Exercise objective> Both the line with "coverPos=$CoverSprite.position" and the line with "-15,19 +15,27 @@" in the records below must appear in the output, along with every line between them, exactly and with nothing added.

Data for this task>

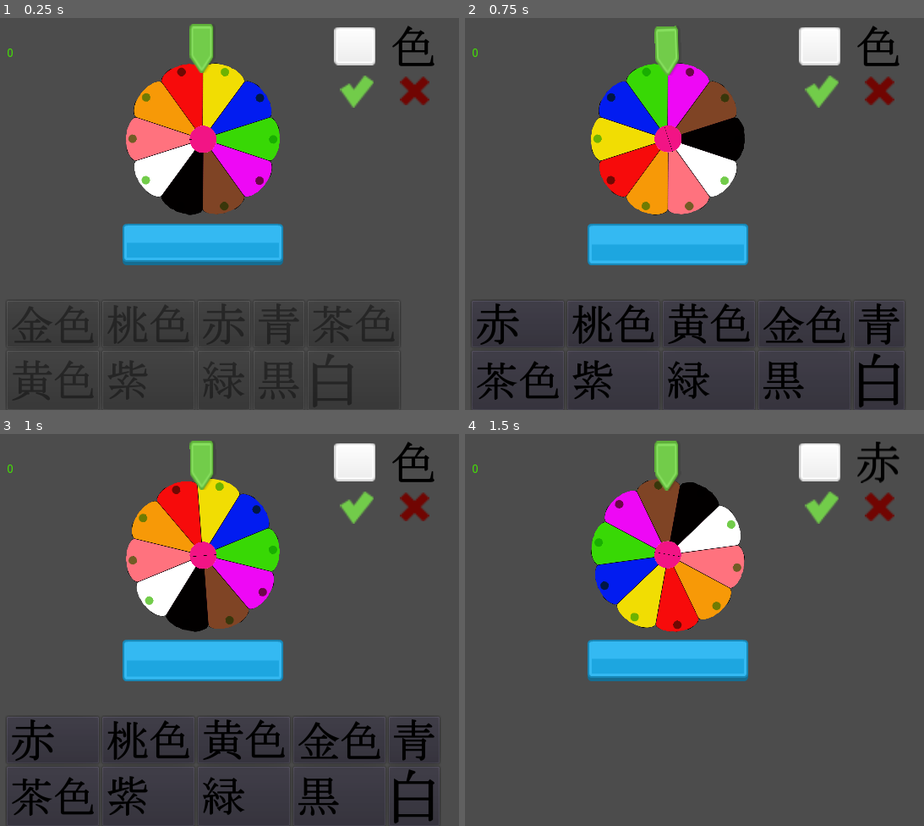
Above: before the commit, frames 1-4 (two rows, left to right).
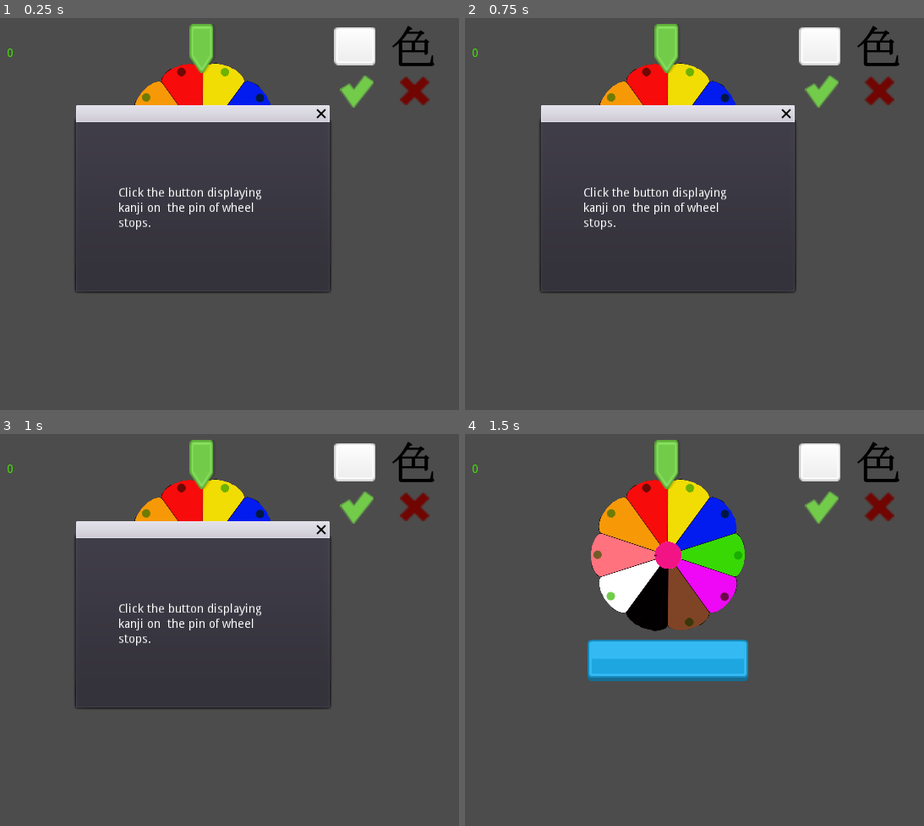
Above: after the commit, the same moments.

Repository: josprachi/Kanji-Colors
Game: Godot game, scene res://Scenes/GameScene.tscn
The game is run twice, just before and just after one commit, with the same random seed, the same clock (stepped at 60 frames per second) and the same inputs.
Inputs (mouse positions are in pixels of both pictures, inside the frame that each line leads up to):
- Up to frame 1 (0.25 s): no input
- Up to frame 2 (0.75 s): click (666, 245) at 0.5 s
- Up to frame 3 (1 s): no input
- Up to frame 4 (1.5 s): click (515, 739) at 1.27 s

The runs differ from the first frame. In frame 1, 22% of the frame differs, in the area x 2-87%, y 22-100%; in frame 2, 26%, in the area x 2-95%, y 1-100%; in frame 3, 24%; in frame 4, 10%.

Commit message:
values checked checkmark displayed

Diff:
--- a/Scenes/GameScene.gd
+++ /dev/null
@@ -1,16 +0,0 @@
-extends Node2D
-
-
-# Declare member variables here. Examples:
-# var a = 2
-# var b = "text"
-
-
-# Called when the node enters the scene tree for the first time.
-func _ready():
-	pass # Replace with function body.
-
-
-# Called every frame. 'delta' is the elapsed time since the previous frame.
-#func _process(delta):
-#	pass
--- a/Scenes/GameScene.tscn
+++ b/Scenes/GameScene.tscn
@@ -8,12 +8,10 @@
 [ext_resource path="res://Assets/Menu/EmptySprite.png" type="Texture" id=6]
 [ext_resource path="res://Assets/Menu/checkmark.png" type="Texture" id=7]
 [ext_resource path="res://Assets/Menu/green_cross.png" type="Texture" id=8]
-[ext_resource path="res://Scenes/GameScene.gd" type="Script" id=9]
 
 [sub_resource type="CircleShape2D" id=1]
 
 [node name="GameScene" type="Node2D"]
-script = ExtResource( 9 )
 
 [node name="Menu" parent="." instance=ExtResource( 3 )]
 
--- a/Scenes/Menu.tscn
+++ b/Scenes/Menu.tscn
@@ -44,6 +44,7 @@
 }
 
 [node name="ButtonArray" type="GridContainer" parent="ButtonRect"]
+visible = false
 anchor_left = 0.5
 anchor_top = 1.0
 anchor_right = 0.5
@@ -56,7 +57,7 @@
 "_edit_use_anchors_": false
 }
 
-[node name="Btn_Kiniro" type="Button" parent="ButtonRect/ButtonArray" groups=[
+[node name="Btn_kiniro" type="Button" parent="ButtonRect/ButtonArray" groups=[
 "ColorButtons",
 ]]
 margin_right = 109.0
@@ -181,4 +182,28 @@
 __meta__ = {
 "_edit_use_anchors_": false
 }
+
+[node name="WindowDialog" type="WindowDialog" parent="."]
+anchor_left = 0.5
+anchor_top = 0.5
+anchor_right = 0.5
+anchor_bottom = 0.5
+margin_left = -150.0
+margin_top = -100.0
+margin_right = 150.0
+margin_bottom = 100.0
+
+[node name="Label" type="Label" parent="WindowDialog"]
+anchor_left = 0.5
+anchor_top = 0.5
+anchor_right = 0.5
+anchor_bottom = 0.5
+margin_left = -100.0
+margin_top = -50.0
+margin_right = 100.0
+margin_bottom = 50.0
+rect_scale = Vector2( 1, 1.04 )
+text = "Click the button displaying kanji on  the pin of wheel stops."
+valign = 1
+autowrap = true
 [connection signal="pressed" from="SpinButton" to="." method="_on_SpinButton_pressed"]
--- a/Scenes/WheelOfFortune.tscn
+++ b/Scenes/WheelOfFortune.tscn
@@ -99,7 +99,7 @@
 [node name="Petal10" parent="." instance=ExtResource( 2 )]
 modulate = Color( 0.972549, 0.603922, 0.0313726, 1 )
 rotation = 5.65487
-PetalColorName = "kin_iro"
+PetalColorName = "kiniro"
 
 [node name="PinJoint2D10" type="PinJoint2D" parent="."]
 node_a = NodePath("..")
--- a/Scripts/Menu.gd
+++ b/Scripts/Menu.gd
@@ -11,6 +11,7 @@
 # Called when the node enters the scene tree for the first time.
 func _ready():
 	coverPos=$CoverSprite.position
+	$WindowDialog.popup()
 	coverFinalPos=Vector2($CoverSprite.position.x,coverPos.y+($CoverSprite.get_rect().size.y*4))#texture.get_size().y)
 	var index=0
 	for button in get_tree().get_nodes_in_group("ColorButtons"):
@@ -46,3 +47,4 @@
 		$ButtonRect/ButtonArray.move_child($ButtonRect/ButtonArray.get_children()[index],posArray[index])
 		index+=1
 	show_Buttons()
+	$SpinButton.disabled = true
--- a/Scripts/SpinWheel.gd
+++ /dev/null
@@ -1,41 +0,0 @@
-extends Node2D
-
-
-# Declare member variables here. Examples:
-# var a = 2
-# var b = "text"
-var rng
-const GAMESTATE=["idle","spinning","spin_stopped","score"]
-var state="idle"
-# Called when the node enters the scene tree for the first time.
-func _ready():
-	rng = RandomNumberGenerator.new()
-	rng.randomize()
-
-
-# Called every frame. 'delta' is the elapsed time since the previous frame.
-func _process(delta):
-	if state =="spinning":
-		self.rotate(delta)
-	#pass
-
-
-
-func _on_Tween_tween_completed(object, key):
-	#print("tween completed")
-	if state =="spinning":
-		$Tween.stop_all()
-		if self.rotation_degrees>360.0:
-			self.rotation_degrees-=360.0
-
-			#print(self.rotation_degrees)
-
-func _on_Timer_timeout():
-	var finalRoation = rng.randf_range(0.0, 360.0)
-	if state =="spinning":
-		if finalRoation<self.rotation_degrees:
-			finalRoation+=self.rotation_degrees
-			$Tween.interpolate_method(self, "set_rotation_degrees", self.rotation_degrees, finalRoation, 4,Tween.TRANS_LINEAR,Tween.EASE_OUT)
-			print("here")
-			print(self.rotation_degrees)
-			#$Tween.start()
--- a/Scripts/WheelOfFortune.gd
+++ b/Scripts/WheelOfFortune.gd
@@ -15,19 +15,27 @@
 func _physics_process(delta):
 	if (canSpin == true ) :
 		self.angular_velocity=rng.randf_range(40.0, 150.0)
+		petalColor = ""
 		canSpin=false
 
-#func _on_Timer_timeout():
-	#if (canSpin == true and self.angular_velocity==0.0) :
-		#self.angular_velocity=rng.randf_range(40.0, 150.0) #pass # Replace with function body.
+
 
 func checkButtonName(button):
 	#match the color of petal with name of button color and display sprite on the button in the corner and display color too
 	get_parent().get_node("Color_NameSprite").texture = button.icon
 	get_parent().get_node("Color_NameSprite").visible=true
+	var result = ((button.name.to_lower()).ends_with(petalColor))
+	showCheck(result)
+	canSpin = true
 	print(button.name)
 
-
+func showCheck(result):
+	if(result == true):
+		get_parent().get_node("CheckMark").visible = true
+		get_parent().get_node("WrongMark").visible = false
+	else:
+		get_parent().get_node("CheckMark").visible = false
+		get_parent().get_node("WrongMark").visible = true
 func _on_WheelPin_body_entered(body):
 	if self.angular_velocity<1 :
 		if(body.get_name().begins_with ("Petal")):
@@ -36,3 +44,8 @@
 
 			get_parent().get_node("Color_Sprite").modulate = body.modulate
 			self.angular_velocity = 0.0
+
+
+func _on_Timer_timeout():
+	if(canSpin):
+		get_parent().get_node("Menu")._on_SpinButton_pressed()
--- a/project.godot
+++ b/project.godot
@@ -17,6 +17,8 @@
 
 config/name="Kanji Colors"
 run/main_scene="res://Scenes/GameScene.tscn"
+boot_splash/image="res://Assets/Art/Colors/circle.png"
+boot_splash/bg_color=Color( 0.984375, 0.953613, 0.953613, 1 )
 config/icon="res://icon.png"
 
 [display]
Not shown, added: Assets/Splash.jpg.import
Not shown: 1 places in Scenes/GameScene.tscn that only renumber resources
Not shown, changed: export_presets.cfg
Not shown, added: Assets/Splash.jpg
Not shown, added: Build/linux/index.pck
Not shown, added: Build/linux/index.x86_64

Expected answer>
 	coverPos=$CoverSprite.position
+	$WindowDialog.popup()
 	coverFinalPos=Vector2($CoverSprite.position.x,coverPos.y+($CoverSprite.get_rect().size.y*4))#texture.get_size().y)
 	var index=0
 	for button in get_tree().get_nodes_in_group("ColorButtons"):
@@ -46,3 +47,4 @@
 		$ButtonRect/ButtonArray.move_child($ButtonRect/ButtonArray.get_children()[index],posArray[index])
 		index+=1
 	show_Buttons()
+	$SpinButton.disabled = true
--- a/Scripts/SpinWheel.gd
+++ /dev/null
@@ -1,41 +0,0 @@
-extends Node2D
-
-
-# Declare member variables here. Examples:
-# var a = 2
-# var b = "text"
-var rng
-const GAMESTATE=["idle","spinning","spin_stopped","score"]
-var state="idle"
-# Called when the node enters the scene tree for the first time.
-func _ready():
-	rng = RandomNumberGenerator.new()
-	rng.randomize()
-
-
-# Called every frame. 'delta' is the elapsed time since the previous frame.
-func _process(delta):
-	if state =="spinning":
-		self.rotate(delta)
-	#pass
-
-
-
-func _on_Tween_tween_completed(object, key):
-	#print("tween completed")
-	if state =="spinning":
-		$Tween.stop_all()
-		if self.rotation_degrees>360.0:
-			self.rotation_degrees-=360.0
-
-			#print(self.rotation_degrees)
-
-func _on_Timer_timeout():
-	var finalRoation = rng.randf_range(0.0, 360.0)
-	if state =="spinning":
-		if finalRoation<self.rotation_degrees:
-			finalRoation+=self.rotation_degrees
-			$Tween.interpolate_method(self, "set_rotation_degrees", self.rotation_degrees, finalRoation, 4,Tween.TRANS_LINEAR,Tween.EASE_OUT)
-			print("here")
-			print(self.rotation_degrees)
-			#$Tween.start()
--- a/Scripts/WheelOfFortune.gd
+++ b/Scripts/WheelOfFortune.gd
@@ -15,19 +15,27 @@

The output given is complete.